TASK TO CARRY OUT ▸
Go through the records underneath and count the lines that include the string "scripts". Give nothing but the number.

DATA EXCERPTS ▸
···

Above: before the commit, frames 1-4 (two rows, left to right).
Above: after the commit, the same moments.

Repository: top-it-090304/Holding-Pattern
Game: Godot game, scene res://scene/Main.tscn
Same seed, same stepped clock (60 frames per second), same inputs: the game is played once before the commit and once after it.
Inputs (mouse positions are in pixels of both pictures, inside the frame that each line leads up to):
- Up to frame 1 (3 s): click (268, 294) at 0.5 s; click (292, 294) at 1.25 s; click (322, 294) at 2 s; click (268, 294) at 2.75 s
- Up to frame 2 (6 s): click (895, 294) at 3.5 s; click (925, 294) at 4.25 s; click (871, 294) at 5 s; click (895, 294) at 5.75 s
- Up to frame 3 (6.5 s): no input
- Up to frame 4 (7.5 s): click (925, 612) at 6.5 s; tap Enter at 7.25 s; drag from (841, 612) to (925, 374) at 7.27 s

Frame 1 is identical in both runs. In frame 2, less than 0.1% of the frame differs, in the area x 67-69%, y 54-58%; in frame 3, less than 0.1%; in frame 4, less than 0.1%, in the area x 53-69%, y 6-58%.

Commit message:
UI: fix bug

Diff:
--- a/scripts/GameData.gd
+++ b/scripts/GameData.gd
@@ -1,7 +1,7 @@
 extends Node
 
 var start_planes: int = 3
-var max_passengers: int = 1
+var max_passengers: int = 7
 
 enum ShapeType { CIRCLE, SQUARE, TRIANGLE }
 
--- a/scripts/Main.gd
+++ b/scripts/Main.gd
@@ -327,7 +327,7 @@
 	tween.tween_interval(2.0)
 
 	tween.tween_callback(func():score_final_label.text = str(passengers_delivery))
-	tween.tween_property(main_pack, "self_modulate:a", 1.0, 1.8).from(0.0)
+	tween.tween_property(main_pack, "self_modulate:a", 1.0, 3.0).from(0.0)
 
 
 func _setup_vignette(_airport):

···

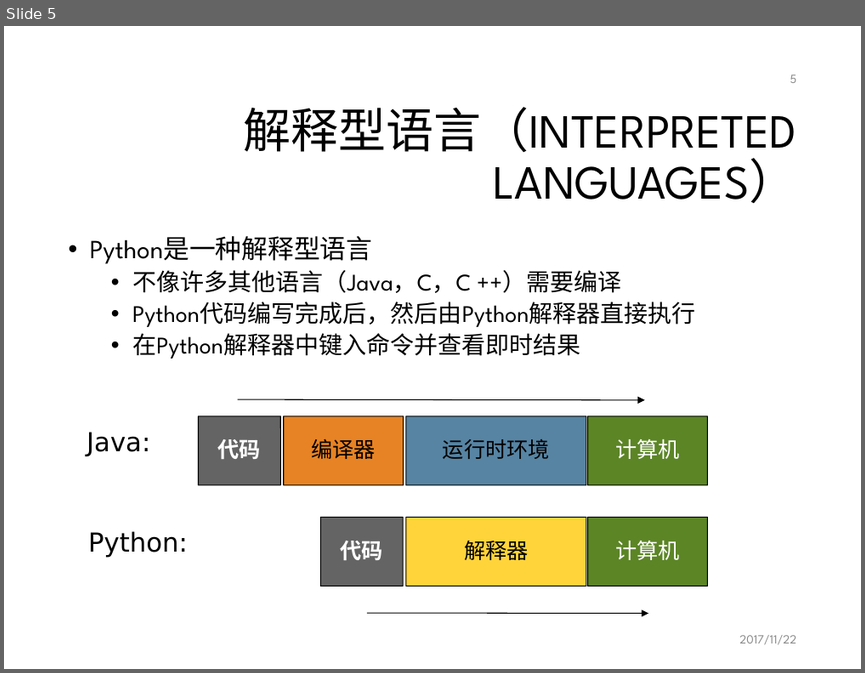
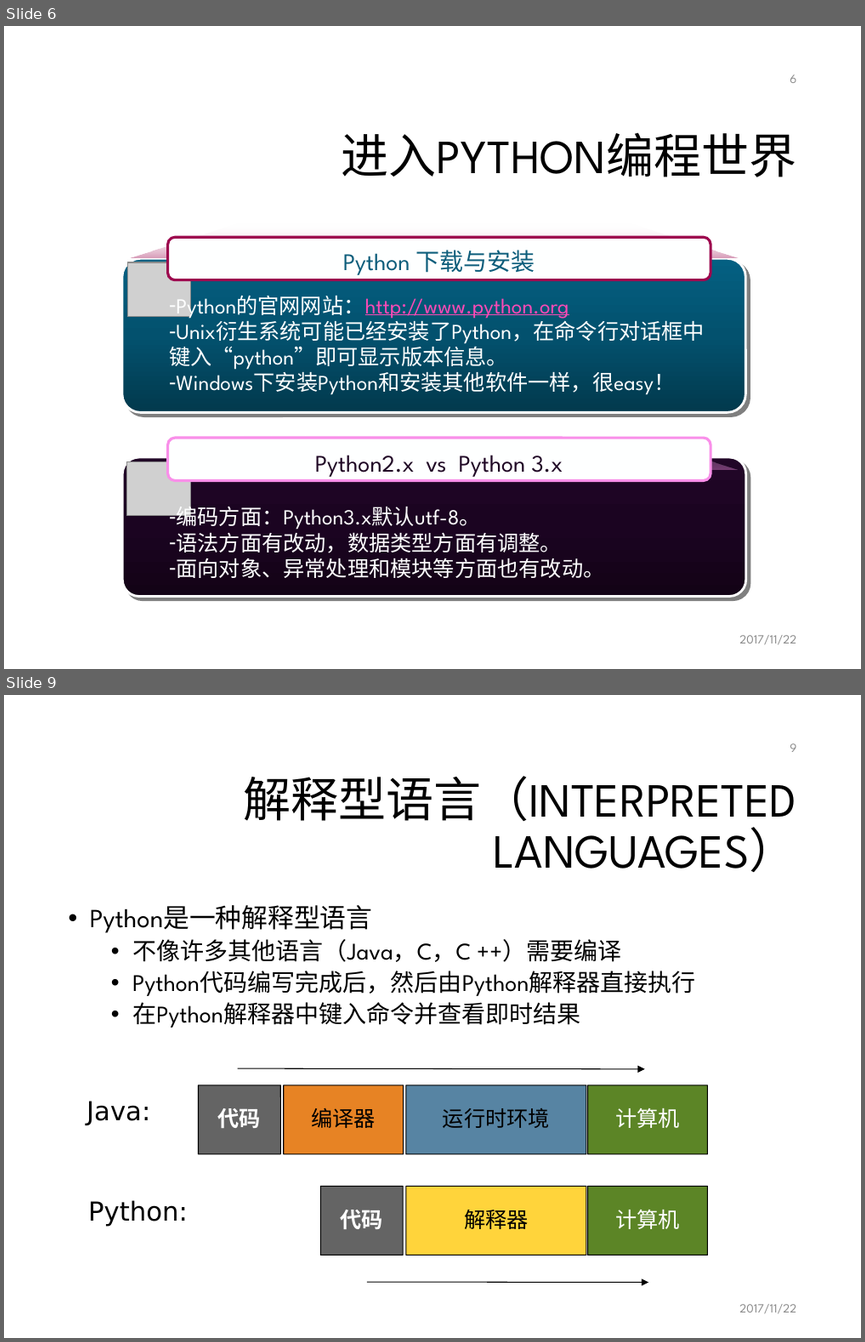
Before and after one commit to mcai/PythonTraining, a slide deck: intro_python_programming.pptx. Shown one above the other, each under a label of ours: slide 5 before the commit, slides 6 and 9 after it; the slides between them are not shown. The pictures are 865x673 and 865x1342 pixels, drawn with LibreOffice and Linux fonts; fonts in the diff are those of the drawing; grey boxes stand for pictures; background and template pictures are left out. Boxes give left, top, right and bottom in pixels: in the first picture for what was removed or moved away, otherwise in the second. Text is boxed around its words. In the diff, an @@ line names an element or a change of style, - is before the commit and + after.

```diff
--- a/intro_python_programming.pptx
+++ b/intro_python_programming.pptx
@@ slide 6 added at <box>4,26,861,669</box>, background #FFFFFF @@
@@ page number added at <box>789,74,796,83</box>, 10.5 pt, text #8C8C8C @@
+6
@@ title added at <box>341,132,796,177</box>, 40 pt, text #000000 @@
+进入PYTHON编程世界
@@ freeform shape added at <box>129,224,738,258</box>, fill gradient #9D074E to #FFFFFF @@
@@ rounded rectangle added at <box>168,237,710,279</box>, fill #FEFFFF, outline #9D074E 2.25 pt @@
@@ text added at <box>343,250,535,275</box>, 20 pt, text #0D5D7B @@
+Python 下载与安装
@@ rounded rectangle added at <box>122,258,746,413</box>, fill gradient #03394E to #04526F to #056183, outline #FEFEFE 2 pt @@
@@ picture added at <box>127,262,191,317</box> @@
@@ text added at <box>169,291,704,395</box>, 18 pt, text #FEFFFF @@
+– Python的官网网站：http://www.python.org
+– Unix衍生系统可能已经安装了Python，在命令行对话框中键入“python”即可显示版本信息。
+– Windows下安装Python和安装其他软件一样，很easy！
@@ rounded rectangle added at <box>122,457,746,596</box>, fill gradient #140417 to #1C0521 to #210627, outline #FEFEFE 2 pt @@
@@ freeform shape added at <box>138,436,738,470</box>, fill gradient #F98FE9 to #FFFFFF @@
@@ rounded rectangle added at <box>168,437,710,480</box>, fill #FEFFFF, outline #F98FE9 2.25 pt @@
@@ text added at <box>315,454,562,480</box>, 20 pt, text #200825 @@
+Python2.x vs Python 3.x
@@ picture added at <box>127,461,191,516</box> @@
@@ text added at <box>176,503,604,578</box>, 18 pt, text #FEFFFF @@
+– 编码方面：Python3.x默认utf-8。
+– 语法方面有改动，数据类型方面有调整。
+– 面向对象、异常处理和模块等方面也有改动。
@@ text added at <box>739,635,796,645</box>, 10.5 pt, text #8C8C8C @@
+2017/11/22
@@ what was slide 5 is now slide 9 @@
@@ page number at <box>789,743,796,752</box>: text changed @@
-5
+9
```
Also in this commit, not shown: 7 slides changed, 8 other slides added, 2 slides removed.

···

RESULT OF THE TASK ▸
4